If movies have taught us anything, it is that love conquers all. Also, love is the strongest emotion and love is the hootie-mac of your world and many more lines of the ilk. We have seen the power of love unite families in Kalisundam Raa
, bring people back from the sweet embrace of the afterlife (after minutes of being dead) in Gangotri
, cure people of their OCD in Mahanubhavudu
and drive best friends to a murderous rage in Shambho Shiva Shambho
Yes, boys and girls, love can do a lot more things than we tend to give it credit for. While I'm reminded of this in every second movie I watch, little did I know that the power of love can aid you in going toe-to-toe in a literal fist-fight with Garuda. Yes, that Garuda who functions as Lord Vishnu's version of a Royal Enfield.
Once my eyes were subject to this unfathomable, earth-shattering event (why is this not the film's selling point?) that I struggle to adequately describe in words, I found myself asking the same questions V did in V For Vendetta
. How did this happen? Who is to blame? Well, there are some who are more responsible than others, and here we hold them responsible for their actions.
Our primary suspect is writer/director "Baahubali" Palani. His fantasy romance follows the lives of small-time crook Nani (Naga Anvesh) and his friend Giri (Saptagiri) as they attempt to illegally transport a statue from Amaravathi to Hyderabad. They get stranded in a forest trying to evade the chasing cops, and lose the statue in the night to boot.
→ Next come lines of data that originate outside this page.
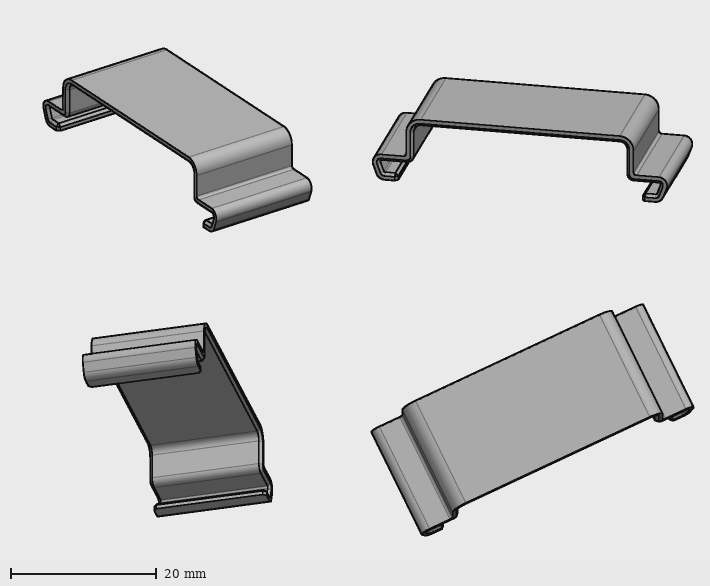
import cadquery as cq
import math

length_x = 41.45
depth_y = 16.0
height_z = 9.35
thickness = 1.0

bridge_width = 32.0
flange_drop = 5.6
lip_end_inset = 3.52
hook_tilt = math.radians(20)

bridge_radius = 2.0
foot_inner_radius = 0.4
foot_outer_radius = 1.0
hook_radius = 1.2
edge_chamfer = 0.4

half_length = length_x / 2
wall_outer = bridge_width / 2
wall_inner = wall_outer - thickness
bridge_bottom = height_z - thickness
flange_top = height_z - flange_drop
flange_bottom = flange_top - thickness
lip_end = half_length - lip_end_inset


def hook_x(z, radius):
    """X of the tilted hook line lying at radius from the upper hook bend centre."""
    center_x = half_length - hook_radius
    center_z = flange_top - hook_radius
    return center_x + (radius + (z - center_z) * math.sin(hook_tilt)) / math.cos(hook_tilt)


def hook_corner(z, radius):
    return (hook_x(z, radius), z)


hook_inner_radius = hook_radius - thickness

outer_corners = [
    ((wall_outer, height_z), bridge_radius),
    ((wall_outer, flange_top), foot_inner_radius),
    (hook_corner(flange_top, hook_radius), hook_radius),
    (hook_corner(0, hook_radius), hook_radius),
]
inner_corners = [
    (hook_corner(thickness, hook_inner_radius), hook_inner_radius),
    (hook_corner(flange_bottom, hook_inner_radius), hook_inner_radius),
    ((wall_inner, flange_bottom), foot_outer_radius),
    ((wall_inner, bridge_bottom), bridge_radius - thickness),
]
lip_corners = [(lip_end, 0), (lip_end, thickness)]


def bent_strip():
    right_half = [point for point, _ in outer_corners]
    right_half += lip_corners
    right_half += [point for point, _ in inner_corners]
    left_half = [(-x, z) for x, z in reversed(right_half)]
    strip = cq.Workplane("XZ").polyline(right_half + left_half).close()
    strip = strip.extrude(depth_y / 2, both=True)
    for (x, z), radius in outer_corners + inner_corners:
        for side in (-1, 1):
            bend = cq.selectors.NearestToPointSelector((side * x, 0, z))
            strip = strip.edges(bend).fillet(radius)
    return strip


def chamfer_inner_edges(strip):
    """Chamfer both inner edges, followed round every bend, and the lip ends."""
    half_depth = depth_y / 2
    edge_points = []
    for side in (-1, 1):
        edge_points.append((0, side * half_depth, bridge_bottom))
        edge_points.append((side * lip_end, 0, thickness))
        for end in (-1, 1):
            edge_points.append((side * lip_end, end * half_depth, thickness / 2))
    edges = strip.newObject([])
    for point in edge_points:
        edges = edges.add(strip.edges(cq.selectors.NearestToPointSelector(point)))
    return edges.chamfer(edge_chamfer)


result = chamfer_inner_edges(bent_strip())
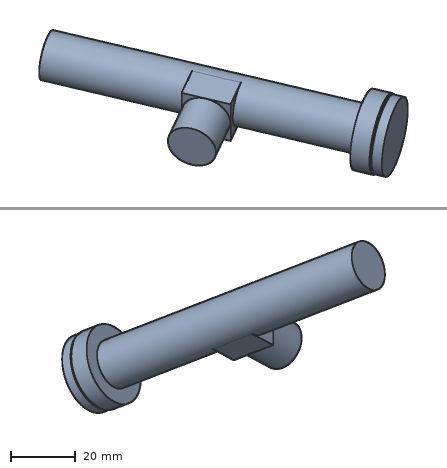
import cadquery as cq

total_length = 113.2
rod_diameter = 16.0

flange_diameter = 26.0
flange_length = 6.2
groove_diameter = 24.5
groove_width = 0.6
cap_diameter = 25.5
cap_length = 3.4

branch_x = 55.1
block_size = rod_diameter
block_reach = 10.2
stub_diameter = 15.7
stub_reach = 24.0


def cylinder_along_x(start, length, diameter):
    return cq.Workplane("YZ", origin=(start, 0, 0)).circle(diameter / 2).extrude(length)


def make_head():
    """Flange and end cap separated by a narrow groove."""
    cap_start = total_length - cap_length
    groove_start = cap_start - groove_width
    flange_start = groove_start - flange_length
    flange = cylinder_along_x(flange_start, flange_length, flange_diameter)
    groove = cylinder_along_x(groove_start, groove_width, groove_diameter)
    cap = cylinder_along_x(cap_start, cap_length, cap_diameter)
    return flange.union(groove).union(cap)


def make_branch():
    """Square block growing from the rod axis, with a round stub on its face."""
    branch_plane = cq.Workplane("XZ", origin=(branch_x, 0, 0))
    block = branch_plane.rect(block_size, block_size).extrude(block_reach)
    stub = branch_plane.circle(stub_diameter / 2).extrude(stub_reach)
    return block.union(stub)


rod = cylinder_along_x(0, total_length, rod_diameter)
result = rod.union(make_head()).union(make_branch())

However, the statue has actually transformed into Nakshatra (Hebah Patel), the daughter of Lord Vishnu who has been cursed to live out her days as a statue until she hears words of praise about her beauty (because apparently heavenly beings need objectification, too), which Nani gratuitously offers in a drunken stupor in the night. She hitches a ride from them in the morning, and the movie stays light-hearted for a good while as the trio zip along the highway and stay in a rooftop shed. And Nani and Nakshatra inevitably fall in love over some ill-placed political humour.
However the euphoria doesn't last too long, as Nakshatra's father, observing that she's enjoying her life on Earth a bit too much, sends an, um, specially-abled being to bring her back to heaven. The duo also quickly finds themselves on the run from the goons of Harish Bhai (Sayaji Shinde). And to add to it all, a missing person poster appears with Nakshatra's face on it, confusing Nani, who Nakshatra has by now disclosed her real identity to, about just who this person actually is.
The movie chooses to play the emotional card thereon. Nakshatra apparently found the plight of a 20-lakh loan repayment quite moving, and chose to come to Earth to help. What about all the famines, poverty, wars, racism and genocides, you might wonder. Hey, we never said this was an intelligent film.
For example, Nakshatra is perhaps the only celestial being in movie history with no special powers, which begs the question - why did she need to be a goddess to begin with? But wait, if she wasn't a goddess, the fist fight with Garuda would have to be scrapped, and we can't do that because it's cool, right? This kind of thought which puts ends before means is what cripples the film. The movie also eliminates important lines of expository dialogue, which results in the connections between scenes not being clear many times.
Naga Anvesh joins a long list of very green young men who are thrust into lead roles, and is woefully exposed when sharing scenes with his counterpart and comic relief Saptagiri. Hebah Patel is easily the best part of the movie, with a charming presence on screen and quite easy on the eye. While the young trio of main characters have little to offer in terms of range owing to the script playing for beats instead of genuine character growth, veteran actors Sayaji Shinde and Pradeep Rawat spend an inordinate amount of time being inept at their respective professions which robs them of being in any way crucial to the plot. And anyone who remembers Priyadarshi's role in this film after a week gets eclairs from me.
The overall poor presentation of the film adds to the clumsy dialogues and direction. The movie introduces Nakshatra with her doing a discount version of the Enchantress' hula-hoop to EDM while being stranded in a forest with a street lamp, and it's all downhill from here. The film wears its shoddy CGI, overt product placement and a score as inconsistent as the film's tone itself, as badges of honour.
And that is why you can't really despise this movie altogether. It is unaware of its own shortcomings, and the earnest way it goes about its work while convinced that its story is one worth being told is cute, to say the very least. Watching its final 10 minutes had me rolling in laughter more than any comedy has in recent memory. It is a shame that the entire preceding part is just plain bad instead of being so bad it's good.